▸ **PROVIDED INFORMATION**
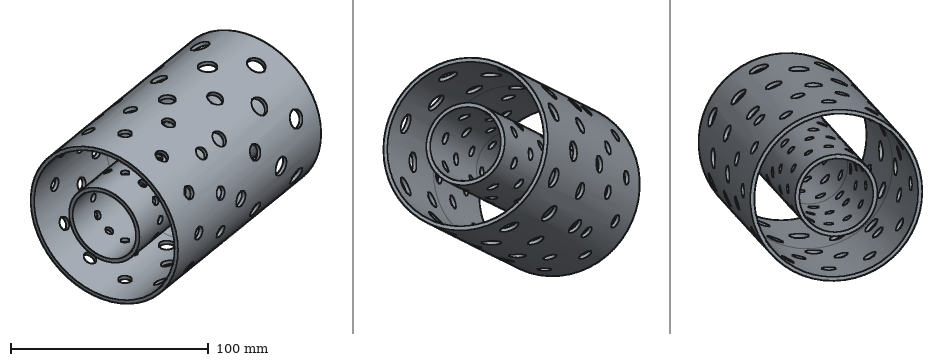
import cadquery as cq

length = 133.8
wall = 2.1
outer_tube_diameter = 88.8
inner_tube_diameter = 42.4

outer_large, outer_medium, outer_small = 10.0, 8.5, 7.0
inner_large, inner_medium, inner_small = 6.0, 5.2, 4.4

coarse_count = 8
fine_count = 12

hole_rows = [
    (48.8, coarse_count, 0.5, outer_large, inner_large),
    (29.5, coarse_count, 0.0, outer_large, inner_large),
    (10.5, coarse_count, 0.5, outer_medium, inner_medium),
    (-8.2, coarse_count, 0.0, outer_medium, inner_medium),
    (-24.8, fine_count, 0.5, outer_small, inner_small),
    (-47.5, fine_count, 0.0, outer_small, inner_small),
]


def plain_tube(diameter):
    """Tube along Y with open ends."""
    return (
        cq.Workplane("XZ")
        .circle(diameter / 2)
        .circle(diameter / 2 - wall)
        .extrude(length / 2, both=True)
    )


def radial_drills(y, count, start_pitches, hole_diameter, tube_diameter):
    """Ring of radial cylinders that each pierce one side of the tube wall."""
    start_radius = tube_diameter / 2 - 2 * wall
    drill_length = 3 * wall
    pitch_angle = 360 / count
    drill = (
        cq.Workplane("XY", origin=(0, y, start_radius))
        .circle(hole_diameter / 2)
        .extrude(drill_length)
    )
    return [
        drill.rotate((0, 0, 0), (0, 1, 0), (start_pitches + i) * pitch_angle).val()
        for i in range(count)
    ]


def perforated_tube(tube_diameter, rows):
    """Tube pierced by every row of radial holes."""
    drills = []
    for y, count, start_pitches, hole_diameter in rows:
        drills += radial_drills(y, count, start_pitches, hole_diameter, tube_diameter)
    return plain_tube(tube_diameter).cut(cq.Compound.makeCompound(drills))


outer_rows = [(y, count, start, outer_hole) for y, count, start, outer_hole, _ in hole_rows]
inner_rows = [(y, count, start, inner_hole) for y, count, start, _, inner_hole in hole_rows]

outer_tube = perforated_tube(outer_tube_diameter, outer_rows)
inner_tube = perforated_tube(inner_tube_diameter, inner_rows)

result = cq.Compound.makeCompound([outer_tube.val(), inner_tube.val()])

▸ **THE TASK**
Nothing should appear in the output except the lines from the one with "origin=(0, y, start_radius))" through the end of the records above, copied exactly.

▸ **WRITTEN ANSWER**
        cq.Workplane("XY", origin=(0, y, start_radius))
        .circle(hole_diameter / 2)
        .extrude(drill_length)
    )
    return [
        drill.rotate((0, 0, 0), (0, 1, 0), (start_pitches + i) * pitch_angle).val()
        for i in range(count)
    ]


def perforated_tube(tube_diameter, rows):
    """Tube pierced by every row of radial holes."""
    drills = []
    for y, count, start_pitches, hole_diameter in rows:
        drills += radial_drills(y, count, start_pitches, hole_diameter, tube_diameter)
    return plain_tube(tube_diameter).cut(cq.Compound.makeCompound(drills))


outer_rows = [(y, count, start, outer_hole) for y, count, start, outer_hole, _ in hole_rows]
inner_rows = [(y, count, start, inner_hole) for y, count, start, _, inner_hole in hole_rows]

outer_tube = perforated_tube(outer_tube_diameter, outer_rows)
inner_tube = perforated_tube(inner_tube_diameter, inner_rows)

result = cq.Compound.makeCompound([outer_tube.val(), inner_tube.val()])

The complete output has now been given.